> WORK TO COMPLETE:
What lines below contain the word "from"? Please pull each one out.
---------- THE DATA ----------
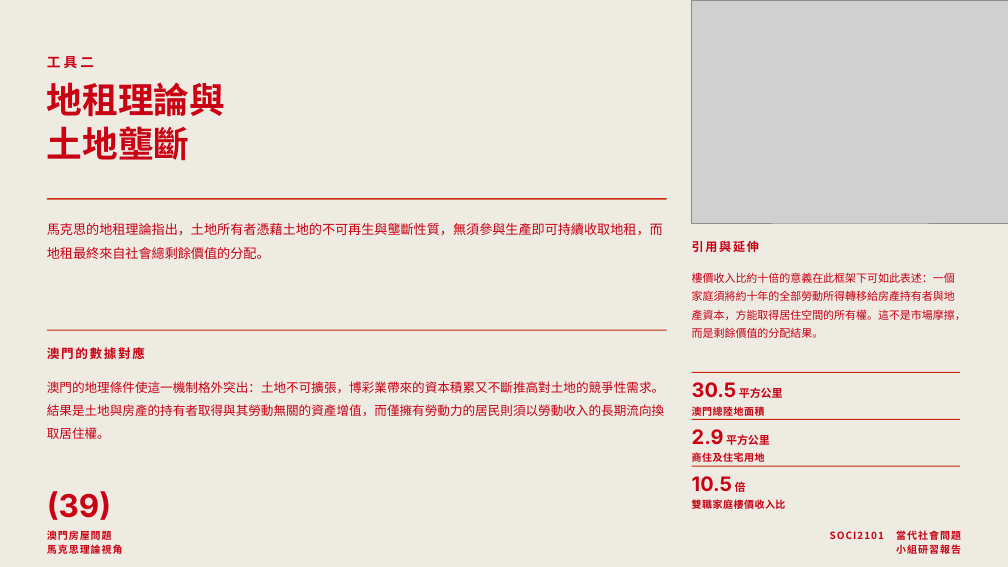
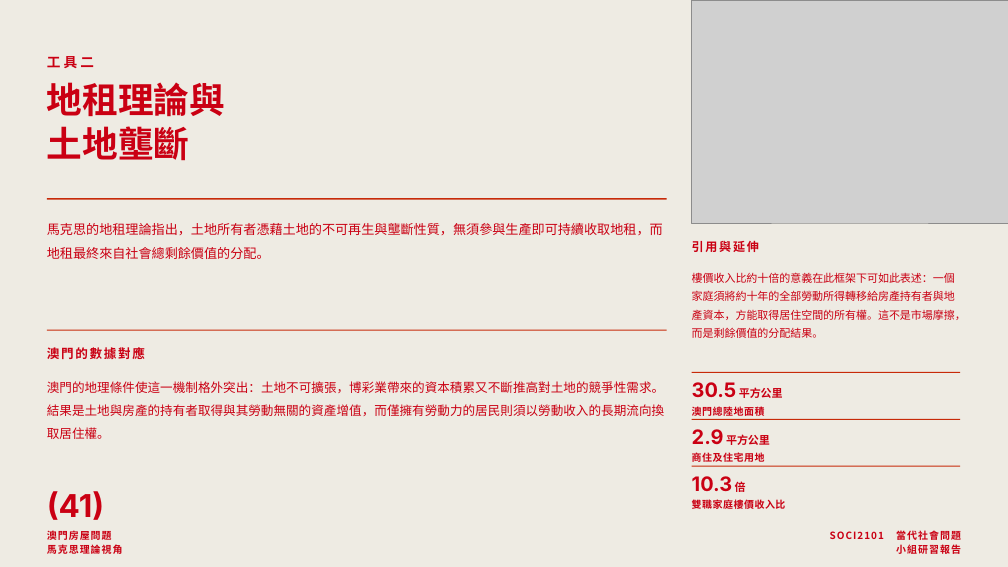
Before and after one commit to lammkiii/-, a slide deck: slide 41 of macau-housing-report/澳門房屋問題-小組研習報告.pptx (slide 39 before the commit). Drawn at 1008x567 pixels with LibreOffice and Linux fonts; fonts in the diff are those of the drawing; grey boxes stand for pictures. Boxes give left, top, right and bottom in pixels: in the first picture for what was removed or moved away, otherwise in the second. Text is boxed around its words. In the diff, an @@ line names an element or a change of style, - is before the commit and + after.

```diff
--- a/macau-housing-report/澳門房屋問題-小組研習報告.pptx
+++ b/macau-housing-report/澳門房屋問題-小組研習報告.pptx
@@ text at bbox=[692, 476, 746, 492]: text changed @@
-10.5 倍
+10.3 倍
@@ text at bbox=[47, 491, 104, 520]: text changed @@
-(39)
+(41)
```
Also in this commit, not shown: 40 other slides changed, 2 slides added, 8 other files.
----------
---------- THE DATA ----------
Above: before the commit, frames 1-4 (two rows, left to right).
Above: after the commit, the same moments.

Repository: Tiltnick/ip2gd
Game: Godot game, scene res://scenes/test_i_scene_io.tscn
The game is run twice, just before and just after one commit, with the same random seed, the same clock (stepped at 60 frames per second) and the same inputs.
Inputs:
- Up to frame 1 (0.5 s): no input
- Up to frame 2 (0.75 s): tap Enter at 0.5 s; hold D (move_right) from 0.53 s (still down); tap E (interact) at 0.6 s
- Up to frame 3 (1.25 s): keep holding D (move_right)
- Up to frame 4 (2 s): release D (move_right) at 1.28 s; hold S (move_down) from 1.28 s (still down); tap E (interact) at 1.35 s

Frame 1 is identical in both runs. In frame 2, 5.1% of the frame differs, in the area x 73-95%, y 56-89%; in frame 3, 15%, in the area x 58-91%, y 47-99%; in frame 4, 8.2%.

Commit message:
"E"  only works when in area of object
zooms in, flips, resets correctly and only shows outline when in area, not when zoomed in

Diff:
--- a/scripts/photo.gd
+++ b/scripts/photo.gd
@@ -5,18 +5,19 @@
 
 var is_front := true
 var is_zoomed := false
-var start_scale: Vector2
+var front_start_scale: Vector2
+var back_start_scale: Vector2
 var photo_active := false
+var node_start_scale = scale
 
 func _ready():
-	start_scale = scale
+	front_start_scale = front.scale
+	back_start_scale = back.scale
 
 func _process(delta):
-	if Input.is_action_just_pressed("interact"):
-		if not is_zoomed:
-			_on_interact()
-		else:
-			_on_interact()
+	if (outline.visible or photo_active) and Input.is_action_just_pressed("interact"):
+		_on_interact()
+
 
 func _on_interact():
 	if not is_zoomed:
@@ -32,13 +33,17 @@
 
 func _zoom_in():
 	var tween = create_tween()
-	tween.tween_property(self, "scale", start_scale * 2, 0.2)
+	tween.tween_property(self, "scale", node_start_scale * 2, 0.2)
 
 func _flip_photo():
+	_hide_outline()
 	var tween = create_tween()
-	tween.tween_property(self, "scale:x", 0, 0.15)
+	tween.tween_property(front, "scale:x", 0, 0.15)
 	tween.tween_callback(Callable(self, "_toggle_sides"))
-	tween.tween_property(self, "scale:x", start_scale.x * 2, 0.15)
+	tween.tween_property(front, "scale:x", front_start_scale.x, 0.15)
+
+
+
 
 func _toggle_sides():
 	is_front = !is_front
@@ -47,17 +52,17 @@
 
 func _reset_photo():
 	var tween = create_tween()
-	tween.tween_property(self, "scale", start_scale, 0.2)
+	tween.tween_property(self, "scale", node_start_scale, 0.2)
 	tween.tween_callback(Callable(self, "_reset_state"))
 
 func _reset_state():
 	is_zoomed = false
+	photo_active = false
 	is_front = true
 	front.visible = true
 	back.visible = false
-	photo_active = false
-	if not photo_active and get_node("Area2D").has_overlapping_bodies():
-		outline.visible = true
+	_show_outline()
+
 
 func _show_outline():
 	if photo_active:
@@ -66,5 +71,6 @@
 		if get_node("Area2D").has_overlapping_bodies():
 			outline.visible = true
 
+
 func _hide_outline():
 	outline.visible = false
----------
> YOUR SOLUTION:
- Up to frame 2 (0.75 s): tap Enter at 0.5 s; hold D (move_right) from 0.53 s (still down); tap E (interact) at 0.6 s
- Up to frame 4 (2 s): release D (move_right) at 1.28 s; hold S (move_down) from 1.28 s (still down); tap E (interact) at 1.35 s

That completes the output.